Number of Presence Bits Required to Represent Compressed Values
Because compression is signaled by populating octets of presence bit fields in the row header, there is a tradeoff between the capacity required to add presence octets and the savings realized from multivalue compression at the base table row level: the size of the bit field required to express multivalue compression increases non-linearly as a function of the number of values to be compressed. With respect to the savings gained by multivalue compression, this tradeoff is almost always worth doing.
The following table indicates the relationship between the number of values (and null, which is always compressed by default) specified for compression per column and the number of compress bits required to indicate that number of values.
Nullable? |
Number of Column Values Compressed |
Number of Compress Bits in the Row Header Bit Field |
Yes |
null |
1 Shared with the presence bit. |
No |
1 |
1 |
No |
2 - 3 |
2 |
No |
4 - 7 |
3 |
No |
8 - 15 |
4 |
No |
16 - 31 |
5 |
No |
32 - 63 |
6 |
No |
64 - 127 |
7 |
No |
128 - 255 |
8 |
Yes |
1 + null |
1 |
Yes |
2 - 3 + null |
2 |
Yes |
4 - 7 + null |
3 |
Yes |
8 - 15 + null |
4 |
Yes |
16 - 31 + null |
5 |
Yes |
32 - 63 + null |
6 |
Yes |
64 - 127 + null |
7 |
Yes |
128 - 255 + null |
8 |
The compress bits value represents an index into the compress multivalue array for that column in the table header.
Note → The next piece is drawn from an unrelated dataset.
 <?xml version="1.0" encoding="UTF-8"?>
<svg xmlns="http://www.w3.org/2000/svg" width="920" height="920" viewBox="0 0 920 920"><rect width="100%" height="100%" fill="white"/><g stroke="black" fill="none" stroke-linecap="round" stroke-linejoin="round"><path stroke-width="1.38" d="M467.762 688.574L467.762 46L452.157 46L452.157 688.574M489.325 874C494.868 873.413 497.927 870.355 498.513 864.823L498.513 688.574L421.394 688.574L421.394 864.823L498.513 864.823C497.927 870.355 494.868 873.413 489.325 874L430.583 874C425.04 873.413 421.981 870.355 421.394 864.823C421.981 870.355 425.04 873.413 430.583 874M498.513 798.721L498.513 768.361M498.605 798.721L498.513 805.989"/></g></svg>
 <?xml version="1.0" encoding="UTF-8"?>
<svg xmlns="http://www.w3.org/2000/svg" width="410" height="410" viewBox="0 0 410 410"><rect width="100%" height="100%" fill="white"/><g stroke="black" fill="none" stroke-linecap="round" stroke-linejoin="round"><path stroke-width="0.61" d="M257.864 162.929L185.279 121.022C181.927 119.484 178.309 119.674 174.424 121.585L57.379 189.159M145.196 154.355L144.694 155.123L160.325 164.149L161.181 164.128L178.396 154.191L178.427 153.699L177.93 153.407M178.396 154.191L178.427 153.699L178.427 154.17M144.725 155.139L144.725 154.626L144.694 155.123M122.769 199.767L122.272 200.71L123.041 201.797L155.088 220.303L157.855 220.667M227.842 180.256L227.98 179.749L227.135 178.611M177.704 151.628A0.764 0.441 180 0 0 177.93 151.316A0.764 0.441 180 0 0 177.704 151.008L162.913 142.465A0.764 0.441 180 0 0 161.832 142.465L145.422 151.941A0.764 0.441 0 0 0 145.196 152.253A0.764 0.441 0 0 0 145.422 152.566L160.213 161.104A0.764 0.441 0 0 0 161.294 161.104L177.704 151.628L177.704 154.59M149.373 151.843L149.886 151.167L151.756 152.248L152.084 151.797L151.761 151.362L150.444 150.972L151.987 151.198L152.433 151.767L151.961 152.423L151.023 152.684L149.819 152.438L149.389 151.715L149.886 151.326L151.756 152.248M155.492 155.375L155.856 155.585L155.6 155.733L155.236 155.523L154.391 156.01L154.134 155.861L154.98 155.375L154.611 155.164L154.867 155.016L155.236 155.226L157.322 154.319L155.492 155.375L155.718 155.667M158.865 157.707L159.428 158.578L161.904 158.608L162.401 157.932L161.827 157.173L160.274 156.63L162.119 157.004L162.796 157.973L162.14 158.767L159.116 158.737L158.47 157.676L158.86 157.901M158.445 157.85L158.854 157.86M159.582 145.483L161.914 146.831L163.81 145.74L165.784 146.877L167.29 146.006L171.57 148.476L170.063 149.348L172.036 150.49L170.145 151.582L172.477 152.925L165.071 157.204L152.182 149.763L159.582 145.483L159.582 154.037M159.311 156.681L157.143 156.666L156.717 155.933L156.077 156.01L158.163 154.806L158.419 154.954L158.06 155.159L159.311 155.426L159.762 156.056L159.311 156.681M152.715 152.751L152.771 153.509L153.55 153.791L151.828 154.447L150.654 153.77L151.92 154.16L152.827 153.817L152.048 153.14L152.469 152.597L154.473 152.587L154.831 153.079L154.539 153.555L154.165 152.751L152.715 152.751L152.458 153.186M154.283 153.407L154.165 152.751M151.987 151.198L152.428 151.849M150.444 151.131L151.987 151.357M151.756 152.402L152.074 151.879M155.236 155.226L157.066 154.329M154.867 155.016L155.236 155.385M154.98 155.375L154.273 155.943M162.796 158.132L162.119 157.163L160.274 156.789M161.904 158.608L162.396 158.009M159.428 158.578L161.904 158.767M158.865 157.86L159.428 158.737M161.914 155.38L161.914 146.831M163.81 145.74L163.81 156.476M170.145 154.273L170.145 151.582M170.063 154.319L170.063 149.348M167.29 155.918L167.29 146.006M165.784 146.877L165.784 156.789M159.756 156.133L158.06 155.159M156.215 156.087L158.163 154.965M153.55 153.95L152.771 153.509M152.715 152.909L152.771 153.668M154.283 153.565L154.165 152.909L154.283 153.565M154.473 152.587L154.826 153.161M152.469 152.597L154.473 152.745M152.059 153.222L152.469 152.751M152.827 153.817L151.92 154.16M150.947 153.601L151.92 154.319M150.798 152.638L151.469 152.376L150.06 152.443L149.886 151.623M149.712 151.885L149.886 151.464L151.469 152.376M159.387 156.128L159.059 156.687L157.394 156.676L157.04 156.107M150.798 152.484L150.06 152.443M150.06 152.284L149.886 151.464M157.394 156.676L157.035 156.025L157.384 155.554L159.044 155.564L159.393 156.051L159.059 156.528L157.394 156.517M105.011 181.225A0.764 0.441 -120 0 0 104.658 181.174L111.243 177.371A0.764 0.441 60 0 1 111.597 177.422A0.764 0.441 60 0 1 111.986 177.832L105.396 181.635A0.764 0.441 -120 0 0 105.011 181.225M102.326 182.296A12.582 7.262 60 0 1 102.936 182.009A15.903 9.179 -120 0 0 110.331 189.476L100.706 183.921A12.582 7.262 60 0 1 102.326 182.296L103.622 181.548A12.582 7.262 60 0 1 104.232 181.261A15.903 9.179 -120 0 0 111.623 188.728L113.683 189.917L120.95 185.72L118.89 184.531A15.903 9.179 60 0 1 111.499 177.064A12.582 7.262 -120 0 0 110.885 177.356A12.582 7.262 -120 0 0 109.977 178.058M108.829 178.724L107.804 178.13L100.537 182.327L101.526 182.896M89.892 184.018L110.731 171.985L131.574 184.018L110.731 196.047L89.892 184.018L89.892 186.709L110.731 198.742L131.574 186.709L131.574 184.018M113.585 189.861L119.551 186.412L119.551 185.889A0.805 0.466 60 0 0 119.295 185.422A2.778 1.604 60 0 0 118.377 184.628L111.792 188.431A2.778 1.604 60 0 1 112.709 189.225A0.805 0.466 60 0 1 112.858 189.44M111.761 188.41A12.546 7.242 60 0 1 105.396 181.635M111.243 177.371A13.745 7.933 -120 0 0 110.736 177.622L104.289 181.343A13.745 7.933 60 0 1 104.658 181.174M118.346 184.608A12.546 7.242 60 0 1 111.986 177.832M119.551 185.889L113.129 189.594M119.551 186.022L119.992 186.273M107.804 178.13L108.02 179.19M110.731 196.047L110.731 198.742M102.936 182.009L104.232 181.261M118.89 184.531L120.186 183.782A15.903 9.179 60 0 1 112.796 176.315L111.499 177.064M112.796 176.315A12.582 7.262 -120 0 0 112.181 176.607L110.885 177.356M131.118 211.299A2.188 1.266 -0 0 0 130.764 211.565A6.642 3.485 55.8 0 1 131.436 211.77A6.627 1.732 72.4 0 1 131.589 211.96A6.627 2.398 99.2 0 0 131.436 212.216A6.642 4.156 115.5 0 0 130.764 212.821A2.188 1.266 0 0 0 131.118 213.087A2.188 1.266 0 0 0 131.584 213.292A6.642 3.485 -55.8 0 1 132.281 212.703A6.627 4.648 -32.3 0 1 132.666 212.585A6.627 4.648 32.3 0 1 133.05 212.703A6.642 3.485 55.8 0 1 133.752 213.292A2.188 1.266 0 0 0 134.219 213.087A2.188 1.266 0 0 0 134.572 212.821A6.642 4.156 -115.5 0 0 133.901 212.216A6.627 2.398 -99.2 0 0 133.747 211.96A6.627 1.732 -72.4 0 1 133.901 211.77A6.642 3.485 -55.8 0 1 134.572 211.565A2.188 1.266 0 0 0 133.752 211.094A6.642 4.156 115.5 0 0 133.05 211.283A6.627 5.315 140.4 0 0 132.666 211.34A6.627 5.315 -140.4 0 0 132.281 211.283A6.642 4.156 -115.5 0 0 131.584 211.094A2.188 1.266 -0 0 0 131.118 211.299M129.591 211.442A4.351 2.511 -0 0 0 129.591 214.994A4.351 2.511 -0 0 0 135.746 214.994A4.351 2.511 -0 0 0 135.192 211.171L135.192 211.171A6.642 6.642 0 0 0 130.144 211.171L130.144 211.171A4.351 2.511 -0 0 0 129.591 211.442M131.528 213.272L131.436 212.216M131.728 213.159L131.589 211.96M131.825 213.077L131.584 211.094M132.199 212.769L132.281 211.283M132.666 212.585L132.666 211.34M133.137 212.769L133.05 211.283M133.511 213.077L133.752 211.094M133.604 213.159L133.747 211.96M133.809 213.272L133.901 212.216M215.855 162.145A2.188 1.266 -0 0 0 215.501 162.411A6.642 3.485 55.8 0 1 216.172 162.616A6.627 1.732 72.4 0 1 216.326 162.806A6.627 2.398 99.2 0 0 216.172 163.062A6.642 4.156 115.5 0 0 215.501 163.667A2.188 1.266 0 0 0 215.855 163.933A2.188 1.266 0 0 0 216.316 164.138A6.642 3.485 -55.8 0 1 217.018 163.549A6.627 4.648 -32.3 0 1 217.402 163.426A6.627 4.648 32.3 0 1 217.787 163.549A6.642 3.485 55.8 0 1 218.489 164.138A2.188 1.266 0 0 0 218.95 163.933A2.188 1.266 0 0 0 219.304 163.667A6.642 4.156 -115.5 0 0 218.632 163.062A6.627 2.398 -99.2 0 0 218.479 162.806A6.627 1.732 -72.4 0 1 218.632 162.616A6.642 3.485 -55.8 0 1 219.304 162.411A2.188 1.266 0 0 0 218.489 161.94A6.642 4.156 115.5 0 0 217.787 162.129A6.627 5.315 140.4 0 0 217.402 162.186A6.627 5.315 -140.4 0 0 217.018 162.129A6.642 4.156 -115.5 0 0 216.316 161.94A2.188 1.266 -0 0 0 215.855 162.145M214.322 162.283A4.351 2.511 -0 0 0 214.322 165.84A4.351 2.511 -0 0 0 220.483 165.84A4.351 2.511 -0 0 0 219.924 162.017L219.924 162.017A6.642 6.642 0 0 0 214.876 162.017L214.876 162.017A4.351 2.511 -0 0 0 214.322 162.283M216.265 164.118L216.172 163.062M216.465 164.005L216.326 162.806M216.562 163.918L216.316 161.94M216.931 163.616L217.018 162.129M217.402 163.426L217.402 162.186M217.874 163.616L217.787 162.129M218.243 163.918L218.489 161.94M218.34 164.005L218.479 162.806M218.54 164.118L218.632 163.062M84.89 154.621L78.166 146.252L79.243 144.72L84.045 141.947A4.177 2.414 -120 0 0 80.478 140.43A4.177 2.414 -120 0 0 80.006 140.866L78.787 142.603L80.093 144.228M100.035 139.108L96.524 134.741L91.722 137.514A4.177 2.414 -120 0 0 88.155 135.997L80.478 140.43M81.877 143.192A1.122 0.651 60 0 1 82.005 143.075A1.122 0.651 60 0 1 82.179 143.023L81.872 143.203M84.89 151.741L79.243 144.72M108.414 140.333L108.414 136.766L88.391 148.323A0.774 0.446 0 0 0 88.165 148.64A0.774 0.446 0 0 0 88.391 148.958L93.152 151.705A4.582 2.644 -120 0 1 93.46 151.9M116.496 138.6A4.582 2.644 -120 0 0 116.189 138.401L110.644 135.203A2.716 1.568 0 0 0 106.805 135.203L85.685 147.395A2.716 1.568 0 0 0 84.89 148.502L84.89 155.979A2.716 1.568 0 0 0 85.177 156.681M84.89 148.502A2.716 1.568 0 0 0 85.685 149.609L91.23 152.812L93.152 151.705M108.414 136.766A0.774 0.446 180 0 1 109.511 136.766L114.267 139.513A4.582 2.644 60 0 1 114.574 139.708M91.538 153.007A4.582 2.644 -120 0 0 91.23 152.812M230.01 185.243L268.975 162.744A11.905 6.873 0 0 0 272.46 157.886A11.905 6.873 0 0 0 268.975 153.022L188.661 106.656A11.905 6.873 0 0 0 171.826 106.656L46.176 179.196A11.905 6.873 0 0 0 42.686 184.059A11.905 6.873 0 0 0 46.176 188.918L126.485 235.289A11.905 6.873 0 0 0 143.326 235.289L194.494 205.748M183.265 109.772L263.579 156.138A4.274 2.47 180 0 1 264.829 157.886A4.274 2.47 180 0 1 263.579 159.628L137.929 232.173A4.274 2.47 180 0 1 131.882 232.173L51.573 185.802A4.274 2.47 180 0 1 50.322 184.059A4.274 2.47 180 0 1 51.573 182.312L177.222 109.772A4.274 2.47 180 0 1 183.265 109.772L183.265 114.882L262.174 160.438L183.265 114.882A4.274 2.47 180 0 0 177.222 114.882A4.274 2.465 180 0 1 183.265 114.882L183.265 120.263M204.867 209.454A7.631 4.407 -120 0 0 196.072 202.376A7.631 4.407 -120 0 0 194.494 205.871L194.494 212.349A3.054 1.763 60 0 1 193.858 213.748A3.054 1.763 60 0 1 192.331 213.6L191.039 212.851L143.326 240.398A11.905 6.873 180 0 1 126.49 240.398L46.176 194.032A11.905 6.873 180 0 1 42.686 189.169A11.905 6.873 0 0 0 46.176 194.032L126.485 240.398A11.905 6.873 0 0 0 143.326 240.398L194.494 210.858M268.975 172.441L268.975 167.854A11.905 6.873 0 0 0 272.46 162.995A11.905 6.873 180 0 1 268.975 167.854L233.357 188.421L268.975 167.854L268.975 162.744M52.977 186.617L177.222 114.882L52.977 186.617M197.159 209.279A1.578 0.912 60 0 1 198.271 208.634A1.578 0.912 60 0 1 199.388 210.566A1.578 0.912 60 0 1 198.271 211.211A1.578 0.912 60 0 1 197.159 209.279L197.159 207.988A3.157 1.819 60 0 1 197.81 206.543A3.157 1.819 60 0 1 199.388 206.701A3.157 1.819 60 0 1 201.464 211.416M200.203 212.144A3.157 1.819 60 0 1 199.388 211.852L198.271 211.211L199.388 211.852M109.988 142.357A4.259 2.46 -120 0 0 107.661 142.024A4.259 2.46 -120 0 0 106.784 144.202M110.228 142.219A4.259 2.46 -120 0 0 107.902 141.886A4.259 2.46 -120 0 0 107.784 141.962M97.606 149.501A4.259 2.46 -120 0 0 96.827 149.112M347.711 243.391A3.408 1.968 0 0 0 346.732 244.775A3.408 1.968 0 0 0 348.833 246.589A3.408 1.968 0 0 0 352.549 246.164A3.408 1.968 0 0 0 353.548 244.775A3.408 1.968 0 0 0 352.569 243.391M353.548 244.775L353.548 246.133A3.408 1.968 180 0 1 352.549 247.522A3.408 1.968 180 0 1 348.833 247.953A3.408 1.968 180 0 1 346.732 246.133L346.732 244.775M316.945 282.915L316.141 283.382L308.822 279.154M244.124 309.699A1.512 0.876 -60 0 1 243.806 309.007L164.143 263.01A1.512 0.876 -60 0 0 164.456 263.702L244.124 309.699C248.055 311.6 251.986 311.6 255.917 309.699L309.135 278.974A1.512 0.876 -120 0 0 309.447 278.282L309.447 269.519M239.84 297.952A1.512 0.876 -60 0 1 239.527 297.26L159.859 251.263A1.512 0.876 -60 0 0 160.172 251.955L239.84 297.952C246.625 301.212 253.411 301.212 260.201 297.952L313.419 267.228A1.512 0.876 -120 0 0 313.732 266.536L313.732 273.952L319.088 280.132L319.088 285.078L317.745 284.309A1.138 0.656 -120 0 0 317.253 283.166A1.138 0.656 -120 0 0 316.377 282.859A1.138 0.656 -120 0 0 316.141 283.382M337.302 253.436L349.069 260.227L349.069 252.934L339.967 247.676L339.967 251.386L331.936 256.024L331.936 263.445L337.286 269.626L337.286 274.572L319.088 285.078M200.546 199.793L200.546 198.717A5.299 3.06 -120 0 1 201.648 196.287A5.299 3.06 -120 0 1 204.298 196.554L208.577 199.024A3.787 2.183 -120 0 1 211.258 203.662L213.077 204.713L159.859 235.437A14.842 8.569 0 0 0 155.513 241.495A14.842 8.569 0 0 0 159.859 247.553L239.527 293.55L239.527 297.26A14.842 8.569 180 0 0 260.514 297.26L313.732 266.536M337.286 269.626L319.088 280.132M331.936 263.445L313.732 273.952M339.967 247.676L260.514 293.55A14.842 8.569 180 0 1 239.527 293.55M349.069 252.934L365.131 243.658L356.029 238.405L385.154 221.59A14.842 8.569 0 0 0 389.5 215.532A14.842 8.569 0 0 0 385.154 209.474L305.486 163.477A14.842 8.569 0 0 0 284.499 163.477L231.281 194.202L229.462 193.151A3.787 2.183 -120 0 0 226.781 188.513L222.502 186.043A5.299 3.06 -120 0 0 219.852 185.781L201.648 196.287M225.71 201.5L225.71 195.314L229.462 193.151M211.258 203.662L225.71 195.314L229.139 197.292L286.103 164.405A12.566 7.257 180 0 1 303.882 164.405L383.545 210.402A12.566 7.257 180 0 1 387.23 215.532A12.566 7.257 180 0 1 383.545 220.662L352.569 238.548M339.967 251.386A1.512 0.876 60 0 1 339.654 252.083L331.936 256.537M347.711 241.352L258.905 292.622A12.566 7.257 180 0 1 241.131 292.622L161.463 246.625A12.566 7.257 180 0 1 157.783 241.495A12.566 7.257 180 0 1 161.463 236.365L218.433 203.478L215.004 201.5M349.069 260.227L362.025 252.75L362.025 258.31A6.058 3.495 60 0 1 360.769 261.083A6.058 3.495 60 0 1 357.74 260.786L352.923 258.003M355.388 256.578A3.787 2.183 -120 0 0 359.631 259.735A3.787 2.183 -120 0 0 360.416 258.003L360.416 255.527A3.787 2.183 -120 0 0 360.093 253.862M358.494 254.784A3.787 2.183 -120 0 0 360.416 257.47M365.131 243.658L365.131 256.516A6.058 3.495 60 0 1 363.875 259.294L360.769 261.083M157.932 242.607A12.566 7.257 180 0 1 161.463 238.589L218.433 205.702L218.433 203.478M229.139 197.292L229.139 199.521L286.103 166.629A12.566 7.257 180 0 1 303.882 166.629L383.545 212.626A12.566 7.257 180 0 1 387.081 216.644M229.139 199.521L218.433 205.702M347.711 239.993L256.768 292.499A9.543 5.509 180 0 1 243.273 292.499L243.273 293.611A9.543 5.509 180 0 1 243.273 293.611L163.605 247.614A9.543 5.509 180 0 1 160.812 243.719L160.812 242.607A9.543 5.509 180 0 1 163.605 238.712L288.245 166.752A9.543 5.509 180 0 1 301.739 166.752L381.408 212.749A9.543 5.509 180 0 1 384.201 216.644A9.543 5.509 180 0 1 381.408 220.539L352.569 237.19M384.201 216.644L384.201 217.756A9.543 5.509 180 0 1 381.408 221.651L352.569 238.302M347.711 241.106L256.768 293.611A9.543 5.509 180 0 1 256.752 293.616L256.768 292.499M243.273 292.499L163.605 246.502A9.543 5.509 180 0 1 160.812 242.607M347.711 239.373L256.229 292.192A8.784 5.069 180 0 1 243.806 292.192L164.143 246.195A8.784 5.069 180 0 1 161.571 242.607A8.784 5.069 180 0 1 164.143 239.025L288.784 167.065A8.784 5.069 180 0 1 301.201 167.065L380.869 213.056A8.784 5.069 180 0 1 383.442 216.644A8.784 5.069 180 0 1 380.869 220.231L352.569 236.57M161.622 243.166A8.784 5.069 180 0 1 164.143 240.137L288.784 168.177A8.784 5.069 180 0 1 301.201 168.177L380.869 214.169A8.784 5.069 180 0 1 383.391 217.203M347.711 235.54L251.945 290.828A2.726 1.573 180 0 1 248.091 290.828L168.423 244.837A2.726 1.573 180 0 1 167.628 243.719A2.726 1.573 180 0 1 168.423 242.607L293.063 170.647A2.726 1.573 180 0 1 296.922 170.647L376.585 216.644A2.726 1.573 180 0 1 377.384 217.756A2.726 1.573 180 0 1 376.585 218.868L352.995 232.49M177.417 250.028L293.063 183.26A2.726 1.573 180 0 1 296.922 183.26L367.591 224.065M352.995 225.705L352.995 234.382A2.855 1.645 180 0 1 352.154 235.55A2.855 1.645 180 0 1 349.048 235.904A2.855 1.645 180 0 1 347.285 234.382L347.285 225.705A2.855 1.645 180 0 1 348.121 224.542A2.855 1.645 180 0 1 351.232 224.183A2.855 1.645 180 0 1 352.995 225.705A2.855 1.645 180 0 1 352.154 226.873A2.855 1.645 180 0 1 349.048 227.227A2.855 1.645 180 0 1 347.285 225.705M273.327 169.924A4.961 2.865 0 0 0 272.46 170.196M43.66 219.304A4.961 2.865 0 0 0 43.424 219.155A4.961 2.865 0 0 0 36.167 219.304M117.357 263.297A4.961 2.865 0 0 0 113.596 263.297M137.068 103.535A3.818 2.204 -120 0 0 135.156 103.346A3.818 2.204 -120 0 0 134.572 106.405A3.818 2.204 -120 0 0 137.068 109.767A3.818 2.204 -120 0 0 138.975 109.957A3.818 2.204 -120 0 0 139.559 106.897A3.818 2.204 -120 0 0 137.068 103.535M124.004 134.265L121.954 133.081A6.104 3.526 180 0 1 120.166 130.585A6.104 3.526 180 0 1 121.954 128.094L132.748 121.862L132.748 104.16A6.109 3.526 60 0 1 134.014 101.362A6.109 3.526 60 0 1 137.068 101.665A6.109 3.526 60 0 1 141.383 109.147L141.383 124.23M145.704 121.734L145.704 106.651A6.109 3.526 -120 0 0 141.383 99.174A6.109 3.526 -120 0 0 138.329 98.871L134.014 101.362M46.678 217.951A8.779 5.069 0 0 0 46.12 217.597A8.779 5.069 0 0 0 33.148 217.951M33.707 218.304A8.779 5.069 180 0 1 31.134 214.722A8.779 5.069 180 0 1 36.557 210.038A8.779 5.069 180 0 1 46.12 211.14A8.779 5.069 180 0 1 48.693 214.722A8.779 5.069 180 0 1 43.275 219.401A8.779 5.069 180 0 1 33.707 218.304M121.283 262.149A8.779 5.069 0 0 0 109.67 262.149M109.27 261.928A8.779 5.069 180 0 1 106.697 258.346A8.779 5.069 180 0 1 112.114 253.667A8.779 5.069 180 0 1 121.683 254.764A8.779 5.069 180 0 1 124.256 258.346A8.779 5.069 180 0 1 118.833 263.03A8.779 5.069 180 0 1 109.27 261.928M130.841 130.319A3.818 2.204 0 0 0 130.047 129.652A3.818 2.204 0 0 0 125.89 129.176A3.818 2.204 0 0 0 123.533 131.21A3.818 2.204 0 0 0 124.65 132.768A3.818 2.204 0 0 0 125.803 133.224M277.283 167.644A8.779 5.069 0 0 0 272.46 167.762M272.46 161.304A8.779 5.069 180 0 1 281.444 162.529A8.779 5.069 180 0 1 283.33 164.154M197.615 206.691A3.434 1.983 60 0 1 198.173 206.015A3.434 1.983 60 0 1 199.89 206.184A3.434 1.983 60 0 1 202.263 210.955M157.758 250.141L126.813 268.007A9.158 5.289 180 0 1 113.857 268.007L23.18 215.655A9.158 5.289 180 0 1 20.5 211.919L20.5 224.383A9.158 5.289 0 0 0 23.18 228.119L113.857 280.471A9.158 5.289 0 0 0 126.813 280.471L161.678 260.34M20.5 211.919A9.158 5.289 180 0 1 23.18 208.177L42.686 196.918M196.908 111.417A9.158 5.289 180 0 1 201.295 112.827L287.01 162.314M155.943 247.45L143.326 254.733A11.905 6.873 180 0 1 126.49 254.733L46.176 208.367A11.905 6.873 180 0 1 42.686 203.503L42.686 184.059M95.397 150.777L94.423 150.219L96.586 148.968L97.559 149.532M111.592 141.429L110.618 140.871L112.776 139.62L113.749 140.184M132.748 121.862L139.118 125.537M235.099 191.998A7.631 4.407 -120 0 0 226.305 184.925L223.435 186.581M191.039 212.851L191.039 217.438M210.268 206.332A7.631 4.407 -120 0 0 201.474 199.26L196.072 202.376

This is illustrated by the following graphic showing that the presence bit pattern 10 points to the compressed character string “Los Angeles” in the table header. Note that because only 3 values are compressed for this column, 2 compression bits are required to uniquely identify them.
The table definition DDL for this illustration is as follows:
CREATE TABLE MVCompress (
StreetAddress VARCHAR(40),
City CHARACTER(20) COMPRESS (’New York’,
’Los Angeles’, ’Chicago’) NOT NULL,
StateCode CHARACTER(2));
As you can see, all the possible combinations of bit patterns are used to identify and locate the values. For this particular example, the bit patterns and their corresponding values are those indicated in the following table:
FOR this pattern of presence bits … |
The value for City is … |
AND stored in … |
00 |
not compressed. |
the row. |
01 |
’Chicago’ and is compressed |
the table header. |
10 |
’Los Angeles’ and is compressed |
the table header. |
11 |
’New York’ and is compressed |
the table header. |
From the perspective of the row header, the best policy is to compress the highest number of values in each octet bit array, because doing so does not add any more space in the row header (nor does null compression, which is handled by presence bits in the row header for each row). In other words, the best practice is to optimize multivalued compression for 1, 3, 7, 15, 31, 63, 127, or 255 values. You should evaluate all these possibilities to determine which yields the best compression for a particular column.
You must also take into account the number of bytes compression transfers to the table header, because those bytes count against the maximum row length of 64 KB.
The compressed values are stored adjacent to one another in ascending value order and descending order of field size following the end of Field5 in the table header. See “Table Header Components” on page 711.